Books as reference, inspiration, and setting the bar high

Character study, pencil and gouache

As a children’s book creator, I study a lot of picture books. Needless to say, I’ve amassed a huge library. I’ve used the books as reference and inspiration for whatever book I was working on at the time, and also as a gauge for setting a high bar for my own books. Currently I’m illustrating a book written by Chris Barton, a friend and critique buddy.

The Amazing Age of John Roy Lynch is a nonfiction biography about John Roy Lynch, a one-time enslaved African American who later became a prominent politician. Lynch was among the first generation of African Americans who got into politics following the Civil War during the Reconstruction period.

For the Lynch book, I purchased nearly 25 picture books, reference books, movies and documentaries. Below is a list of picture books that inspired me in some way:

Electric Ben

I love this book for it’s authenticity. Author/illustrator Robert Byrd successfully captures the time period of Ben Franklin in art and book design. The book is obviously well researched, a perfect example of narrative illustration.

A Boy Called Dickens
Very convincing portrayal of old London, mid-1800s. I love the golden colors and antique feel combined with soft colors. I also like the use of illustrated typography.

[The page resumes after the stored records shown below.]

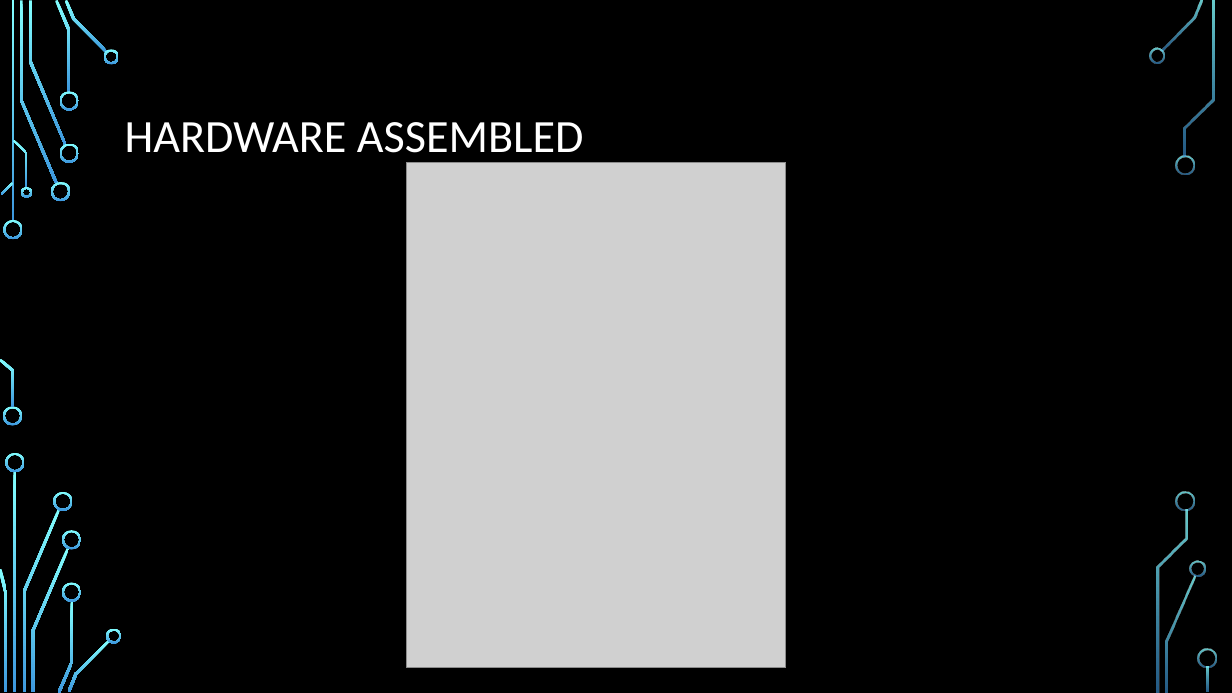
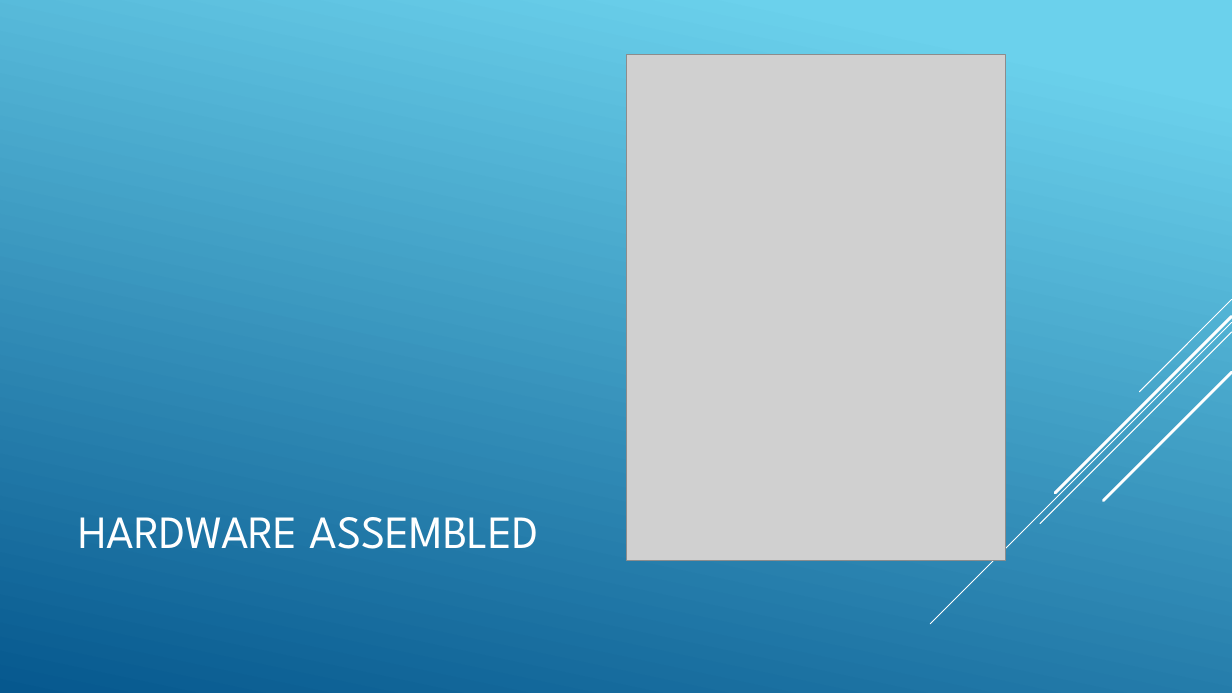
Before and after one commit to junedacaya/L-wingSolarPanelInteractiveDisplay, a slide deck: slide 6 of Documentation/Solar controller.pptx. Drawn at 1232x693 pixels with LibreOffice and Linux fonts; fonts in the diff are those of the drawing; grey boxes stand for pictures; background and template pictures are left out. Boxes give left, top, right and bottom in pixels: in the first picture for what was removed or moved away, otherwise in the second. Text is boxed around its words. In the diff, an @@ line names an element or a change of style, - is before the commit and + after.

```diff
--- a/Documentation/Solar controller.pptx
+++ b/Documentation/Solar controller.pptx
@@ background picture (left out) to gradient #6ED2EB to #06588E @@
@@ picture moved from (x1=407, y1=162, x2=786, y2=668) to (x1=626, y1=54, x2=1005, y2=560) @@
@@ group added at (x1=931, y1=299, x2=1232, y2=624): 5 lines @@
@@ title "HARDWARE ASSEMBLED" moved from (x1=125, y1=122, x2=584, y2=163) to (x1=78, y1=517, x2=540, y2=549) @@
@@ title "HARDWARE ASSEMBLED" at (x1=78, y1=517, x2=540, y2=549): font Calibri to League Spartan; line spacing 0.9 to 1 @@
@@ group removed at (x1=0, y1=0, x2=1217, y2=693): 33 freeform shapes, 3 rectangles @@
```
Also in this commit, not shown: 9 other slides changed.

Nurse, Soldier, Spy: The Story of Sarah Edmonds
Illustrated by John Hendrix, the same illustrator of A Boy Called Dickens, this book successfully captures the ambiance of the Civil War, while it’s lighthearted illustrations soften the subject matter. I haven’t even read the story, but I don’t really need to — there’s so, so much to look at and learn from the art alone.

A Splash of Red
Oftentimes with biographies of African Americans, a more realistic, almost portraiture approach is used for the illustrations. A Splash of Red veers away from that more traditional, ridged style, employing a fun, naive, and child-friendly look. This is what I want for my books!

A River of Words
This book combines collage with Sweet’s — very sweet — childlike paintings. I’m not a collagist, my mind simply does not work that way. And if I tried, I’d only excel in making a big mess. But with the Lynch book, I do plan to loosen up a bit. Experiment.

Truly authentic. I’m totally convinced that Cole traveled back in a time machine to get his reference.

The Glorious Flight
The characters and color pallet are convincingly 1901 French.

Home on the Bayou
For the same reasons I was inspired by A Splash of Red, the naive style is appealing, and illustrator focused more on the gestures and action of the characters and less on photo-accuracy of the anatomy.

Liberty’s Voice
Many of the books that I’ve listed used a gold-brown antiquing technique to capture the mood of the time period. But with Liberty’s Voice, the artist captured a golden age using bright, vibrant colors.

Henry’s Freedom Box
Because anything that Kadir illustrates is inspiring. Duh.

Hope’s Gift
Yes, my own books actually inspire me.

Revolutionary Friends: General George Washington and the Marquis de Lafayette
Love this book!  What more to say?

I have these books on order:

Miss Moore Thought Otherwise

Mary Walker Wears the Pants: The True Story of the Doctor, Reformer, and Civil War Hero


One thought on “Books as reference, inspiration, and setting the bar high

  1. Thanks for showing how important the research process is for illustration projects.